Alex Cora won’t manage Phillies after Red Sox firing, focusing on being ‘full-time dad’
Alex Cora’s return to a major league dugout won’t happen in Philadelphia in the next couple of weeks.
Alex Cora’s return to a major league dugout won’t happen in Philadelphia this season. Cora has decided to spend time with family in the wake of the Red Sox firing him Saturday and will not land with the Phillies, who fired manager Rob Thomson on Tuesday. According to people familiar with his thinking, Cora’s focus is on being a “full-time dad” to his twin sons, who turn nine in July, and his daughter, Camila, who is in graduate school at the University of Miami.
According to multiple reports , Cora was formally offered the Phillies’ job and declined. After firing Thomson, the Phillies announced that Don Mattingly will be the interim manager for the remainder of 2026 but did not give Mattingly a full-time title. Cora was seen as a potential hire for Philadelphia — and reportedly, offered the job — because of his strong ties to their president of baseball operations Dave Dombrowski, with whom he enjoys a close relationship.
Cora and Dombrowski spent two seasons together in Boston and won a World Series title in 2018. The two men have remained close in the years since Dombrowski’s tenure, with Cora often talking publicly about his level of respect for his former boss. Cora’s firing — paired with the Phillies’ struggles — led to rampant speculation that Cora could land at Citizens Bank Park soon.

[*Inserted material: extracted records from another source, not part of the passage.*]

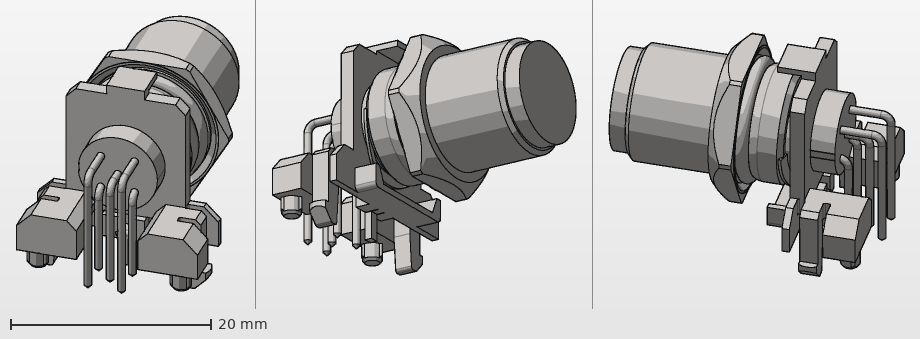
import cadquery as cq
import math


body_diameter = 12.0
collar_diameter = 10.6
shoulder_diameter = 11.1
neck_diameter = 9.7
drum_diameter = 8.3
front_end = 20.47
shoulder_front = 18.75
ring_seat_back = 5.97
ring_seat_radius = 5.65
rim_round_start = 5.0
rim_chamfer_start = 3.0
rim_back = 2.43
drum_length = 2.55
key_groove_width = 0.8
key_groove_depth = 0.08

seal_section_radius = 0.7
seal_outer_radius = 6.47
seal_station = 6.67

nut_flats = 15.0
nut_corner_radius = 8.52
nut_front = 9.8
nut_back = 7.03
nut_chamfer = 1.52
washer_height = 0.08
nut_countersink_radius = 7.25
nut_bore_radius = 6.5

plate_thickness = 1.5
plate_half_width = 6.28
plate_top = 7.5
plate_chamfer = 1.05
lug_top = 8.5
lug_half_width = 2.0
lug_front = 3.95
lug_thickness = 0.65

holder_width = 19.0
holder_top = -4.2
holder_bottom = -8.52
holder_outer_chamfer = 1.52
holder_ledge = -6.05
wing_thickness = 0.77
foot_inner = 3.2
foot_inner_chamfer = 1.02
foot_rear = -6.09
foot_block_front = -2.7
slot_corner_radius = 0.17

disc_slope = 0.3
disc_side_station = 2.82
disc_flat_station = 1.77
disc_thickness = 0.3
disc_top = 0.05
channel_wall = 0.66
channel_floor_half_width = 4.5
channel_corner_radius = 0.55

arm_front = -0.08
arm_rear = -1.96
arm_outer = 8.52
arm_chamfer = 0.55
arm_inner_top = 6.65
arm_inner_bottom = 6.97
hook_reach = 9.3
hook_ledge = -10.18
hook_tip_bottom = -10.73
hook_bottom = -12.2
hook_heel = 7.85
hook_round = 0.33
hook_nose_radius = 1.8

peg_x = 7.5
peg_y = -5.05
peg_diameter = 2.0
peg_tip_diameter = 1.55
peg_bottom = -10.35
peg_tip_slope = 1.3
peg_rib_diameter = 0.4
peg_rib_angles = (90, 210, 330)

rib_inner = 0.58
rib_outer = 2.25
rib_rear = -0.77
shelf_half_width = 0.77
shelf_rear = -0.85
shelf_top = -7.6
shelf_round = 0.41
shelf_taper_start = -8.05
tongue_half_width = 0.5
tongue_front = -0.08
tongue_bottom = -11.42

pin_diameter = 0.8
pin_pitch = 1.77
pin_tail_pitch = 1.75
pin_bend_radius = 1.0
pin_rear_end = -7.2
pin_bottom = -10.73

OVERLAP = 0.28

holder_half_width = holder_width / 2
body_radius = body_diameter / 2
neck_radius = neck_diameter / 2
pin_radius = pin_diameter / 2
wing_rear = plate_thickness - wing_thickness
pin_center_y = pin_rear_end + pin_tail_pitch + pin_radius
arm_middle = (arm_front + arm_rear) / 2


def box(x_range, y_range, z_range):
    """Axis-aligned block between pairs of limits."""
    limits = (x_range, y_range, z_range)
    lengths = [high - low for low, high in limits]
    corner = [low for low, high in limits]
    return cq.Workplane("XY").box(*lengths, centered=False).translate(tuple(corner))


def prism_along_y(outline, y_low, y_high):
    """Extrude an (x, z) outline between two Y stations."""
    return cq.Workplane("XZ", origin=(0, y_high, 0)).polyline(outline).close().extrude(y_high - y_low)


def rod_along_y(radius, y_low, y_high):
    return cq.Workplane("XZ", origin=(0, y_high, 0)).circle(radius).extrude(y_high - y_low)


def both_sides(solid):
    """A right-hand feature together with its mirror image."""
    return solid.union(solid.mirror("YZ"))


def make_body():
    """Revolved shell, from the mating collar back to the neck."""
    shoulder_radius = shoulder_diameter / 2
    shoulder_back = shoulder_front - (body_radius - shoulder_radius)
    rim_drop = body_radius - ring_seat_radius
    rim_length = rim_round_start - ring_seat_back
    round_radius = (rim_length**2 + rim_drop**2) / (2 * rim_drop)
    half_angle = math.asin(-rim_length / round_radius) / 2
    round_middle = (
        body_radius - round_radius * (1 - math.cos(half_angle)),
        rim_round_start + round_radius * math.sin(half_angle),
    )
    rim_back_radius = body_radius - (rim_chamfer_start - rim_back)
    shell = (
        cq.Workplane("XY")
        .moveTo(0, 0)
        .lineTo(neck_radius, 0)
        .lineTo(neck_radius, rim_back)
        .lineTo(rim_back_radius, rim_back)
        .lineTo(body_radius, rim_chamfer_start)
        .lineTo(body_radius, rim_round_start)
        .threePointArc(round_middle, (ring_seat_radius, ring_seat_back))
        .lineTo(ring_seat_radius, seal_station)
        .lineTo(body_radius, seal_station)
        .lineTo(body_radius, shoulder_back)
        .lineTo(shoulder_radius, shoulder_front)
        .lineTo(collar_diameter / 2, shoulder_front)
        .lineTo(collar_diameter / 2, front_end)
        .lineTo(0, front_end)
        .close()
        .revolve(360, (0, 0), (0, 1))
    )
    seal_mean_radius = seal_outer_radius - seal_section_radius
    seal = (
        cq.Workplane("XY", origin=(-seal_mean_radius, seal_station, 0))
        .circle(seal_section_radius)
        .revolve(360, (seal_mean_radius, 0), (seal_mean_radius, 1))
    )
    return shell.union(seal)


def make_nut():
    """Hexagon with a coned front, a washer face and a countersunk recess for the seal."""
    across_corners = nut_flats / math.cos(math.pi / 6)
    washer_back = nut_back - washer_height
    hexagon = (
        cq.Workplane("XZ", origin=(0, nut_front, 0))
        .polygon(6, across_corners)
        .extrude(nut_front - nut_back)
    )
    turned_limit = (
        cq.Workplane("XY")
        .polyline([
            (0, nut_back),
            (nut_corner_radius, nut_back),
            (nut_corner_radius, nut_front - nut_chamfer),
            (nut_corner_radius - nut_chamfer, nut_front),
            (0, nut_front),
        ])
        .close()
        .revolve(360, (0, 0), (0, 1))
    )
    recess = (
        cq.Workplane("XY")
        .polyline([
            (0, washer_back),
            (nut_countersink_radius, washer_back),
            (nut_bore_radius, washer_back + nut_countersink_radius - nut_bore_radius),
            (nut_bore_radius, seal_station + seal_section_radius),
            (0, seal_station + seal_section_radius),
        ])
        .close()
        .revolve(360, (0, 0), (0, 1))
    )
    washer = rod_along_y(nut_flats / 2, washer_back, nut_back)
    return hexagon.intersect(turned_limit).union(washer).cut(recess)


def make_drum():
    """Rear insulator with a shallow key groove on its -X side."""
    drum_radius = drum_diameter / 2
    drum = rod_along_y(drum_radius, -drum_length, 0)
    groove = box(
        (-drum_radius - OVERLAP, key_groove_depth - drum_radius),
        (-drum_length, 0),
        (-key_groove_width / 2, key_groove_width / 2),
    )
    return drum.cut(groove)


def make_plate():
    chamfer_x = plate_half_width - plate_chamfer
    right_edge = [
        (plate_half_width, holder_ledge),
        (plate_half_width, plate_top - plate_chamfer),
        (chamfer_x, plate_top),
    ]
    left_edge = [(-x, z) for x, z in reversed(right_edge)]
    plate = prism_along_y(right_edge + left_edge, 0, plate_thickness)
    lug_x = (-lug_half_width, lug_half_width)
    lug_stem = box(lug_x, (0, plate_thickness), (plate_top - OVERLAP, lug_top))
    lug_roof = box(lug_x, (0, lug_front), (lug_top - lug_thickness, lug_top))
    return plate.union(lug_stem).union(lug_roof)


def make_bent_disc():
    """Half disc of even thickness: flat in the middle, its sides bent forward."""
    flat_half_width = body_radius - (disc_side_station - disc_flat_station) / disc_slope
    front_edge = [
        (body_radius, disc_side_station),
        (flat_half_width, disc_flat_station),
        (-flat_half_width, disc_flat_station),
        (-body_radius, disc_side_station),
    ]
    back_edge = [(x, y - disc_thickness) for x, y in reversed(front_edge)]
    bent_sheet = (
        cq.Workplane("XY", origin=(0, 0, -body_radius))
        .polyline(front_edge + back_edge)
        .close()
        .extrude(body_radius + disc_top)
    )
    return bent_sheet.intersect(rod_along_y(body_radius, 0, disc_side_station))


def make_channel():
    """Open channel below the body, its inner walls leaning inward to the floor."""
    channel = (
        box((-body_radius, body_radius), (wing_rear, lug_front), (holder_bottom, holder_ledge))
        .edges("|Y and <Z")
        .fillet(channel_corner_radius)
    )
    mouth_half_width = body_radius - channel_wall
    floor_z = holder_bottom + channel_wall
    hollow = prism_along_y(
        [
            (mouth_half_width, holder_ledge),
            (channel_floor_half_width, floor_z),
            (-channel_floor_half_width, floor_z),
            (-mouth_half_width, holder_ledge),
        ],
        plate_thickness,
        lug_front,
    )
    return channel.cut(hollow)


def make_holder():
    """Front wall with wings, and a foot with a snap arm on either side."""
    shoulder_x = holder_half_width - holder_outer_chamfer
    shoulder_z = holder_top - holder_outer_chamfer
    outer_edge = [
        (shoulder_x, holder_top),
        (holder_half_width, shoulder_z),
        (holder_half_width, holder_bottom),
    ]
    wall = prism_along_y(
        outer_edge + [(-x, z) for x, z in reversed(outer_edge)], wing_rear, plate_thickness
    )

    inner_edge = [
        (foot_inner, holder_top - foot_inner_chamfer),
        (foot_inner + foot_inner_chamfer, holder_top),
    ]
    block = prism_along_y(
        inner_edge + outer_edge + [(foot_inner, holder_bottom)], foot_rear, foot_block_front
    )
    bridge_end = plate_half_width + slot_corner_radius
    bridge = prism_along_y(
        inner_edge + [
            (bridge_end, holder_top),
            (bridge_end, holder_ledge),
            (foot_inner, holder_ledge),
        ],
        foot_block_front,
        wing_rear,
    )
    arm = prism_along_y(
        [
            (plate_half_width, holder_top),
            (arm_outer - arm_chamfer, holder_top),
            (arm_outer, holder_top - arm_chamfer),
            (arm_outer, holder_bottom),
            (arm_inner_top, holder_bottom),
            (arm_inner_top, holder_ledge),
            (plate_half_width, holder_ledge),
        ],
        arm_rear,
        arm_front,
    )
    foot = block.union(bridge).union(arm)
    foot = foot.cut(make_slot(arm_front, wing_rear)).cut(make_slot(foot_block_front, arm_rear))
    holder = wall.union(make_plate()).union(both_sides(foot))
    return holder.union(both_sides(make_hook()))


def make_slot(y_low, y_high):
    """Gap beside a snap arm, with rounded corners at its inner end."""
    return (
        box((plate_half_width, holder_half_width), (y_low, y_high), (holder_bottom, holder_top))
        .edges("|Z and <X")
        .fillet(slot_corner_radius)
    )


def make_hook():
    """Lower end of a snap arm, with a nose rounded in plan."""
    hook = (
        prism_along_y(
            [
                (arm_inner_top, holder_bottom),
                (arm_outer, holder_bottom),
                (arm_outer, hook_ledge),
                (hook_reach, hook_ledge),
                (hook_reach, hook_tip_bottom),
                (hook_heel, hook_bottom),
                (arm_inner_bottom, hook_bottom),
            ],
            arm_rear,
            arm_front,
        )
        .edges("|Y and <Z")
        .fillet(hook_round)
    )
    nose = (
        cq.Workplane("XY", origin=(hook_reach - hook_nose_radius, arm_middle, hook_bottom))
        .circle(hook_nose_radius)
        .extrude(holder_bottom - hook_bottom)
    )
    shank = box((0, arm_outer), (arm_rear, arm_front), (hook_bottom, holder_bottom))
    return hook.intersect(nose.union(shank))


def make_peg():
    """Round peg with three crush ribs; one cone trims the tips of all of them."""
    peg_radius = peg_diameter / 2
    tip_radius = peg_tip_diameter / 2
    peg_top = holder_bottom + OVERLAP
    peg_length = peg_top - peg_bottom
    start = cq.Workplane("XY", origin=(0, 0, peg_bottom))
    rib_places = [
        (peg_radius * math.cos(math.radians(angle)), peg_radius * math.sin(math.radians(angle)))
        for angle in peg_rib_angles
    ]
    ribs = start.pushPoints(rib_places).circle(peg_rib_diameter / 2).extrude(peg_length)
    cone_top_radius = tip_radius + peg_length / peg_tip_slope
    tip_cone = cq.Workplane(cq.Solid.makeCone(
        tip_radius, cone_top_radius, peg_length, pnt=cq.Vector(0, 0, peg_bottom)
    ))
    peg = start.circle(peg_radius).extrude(peg_length).union(ribs).intersect(tip_cone)
    return peg.translate((peg_x, peg_y, 0))


def make_center_tongue():
    """Tongue and shelf, with the two ribs that carry the shelf on the wall."""
    rib = box((rib_inner, rib_outer), (rib_rear, wing_rear), (holder_bottom, holder_ledge))
    shelf = (
        prism_along_y(
            [
                (-shelf_half_width, shelf_top),
                (shelf_half_width, shelf_top),
                (shelf_half_width, shelf_taper_start),
                (tongue_half_width, holder_bottom),
                (-tongue_half_width, holder_bottom),
                (-shelf_half_width, shelf_taper_start),
            ],
            shelf_rear,
            wing_rear,
        )
        .edges("|X and >Z and <Y")
        .fillet(shelf_round)
    )
    tongue = box(
        (-tongue_half_width, tongue_half_width),
        (shelf_rear, tongue_front),
        (tongue_bottom, holder_bottom),
    )
    return both_sides(rib).union(shelf).union(tongue)


def make_pin(column, row):
    """Contact leaving the drum rearward and bent down to a pointed tail."""
    x = column * pin_pitch
    z = row * pin_pitch
    tail_y = pin_center_y - row * pin_tail_pitch
    bend_start = tail_y + pin_bend_radius
    bend_shift = pin_bend_radius * (1 - math.sqrt(0.5))
    path = (
        cq.Workplane("YZ", origin=(x, 0, 0))
        .moveTo(0, z)
        .lineTo(bend_start, z)
        .threePointArc((tail_y + bend_shift, z - bend_shift), (tail_y, z - pin_bend_radius))
        .lineTo(tail_y, pin_bottom)
    )
    wire = cq.Workplane("XZ", origin=(x, 0, z)).circle(pin_radius).sweep(path)
    point = cq.Workplane(cq.Solid.makeCone(
        pin_radius, 0, pin_radius, pnt=cq.Vector(x, tail_y, pin_bottom), dir=cq.Vector(0, 0, -1)
    ))
    return wire.union(point)


result = make_body().union(make_nut()).union(make_holder())
result = result.union(make_bent_disc()).union(make_channel())
result = result.union(make_drum()).union(both_sides(make_peg())).union(make_center_tongue())

pin_grid = [(0, 0), (-1, -1), (-1, 1), (1, -1), (1, 1)]
for column, row in pin_grid:
    result = result.union(make_pin(column, row))

For now, at least, the Phillies appear committed to Mattingly, whose son, Preston, is Dombrowski’s top lieutenant and carries a “general manager” title. Cora seems likely to take the rest of the year off and focus on his family, which splits time between a Boston suburb and Puerto Rico. For years, the 50-year-old Cora has warned that he does not see himself as a managerial lifer.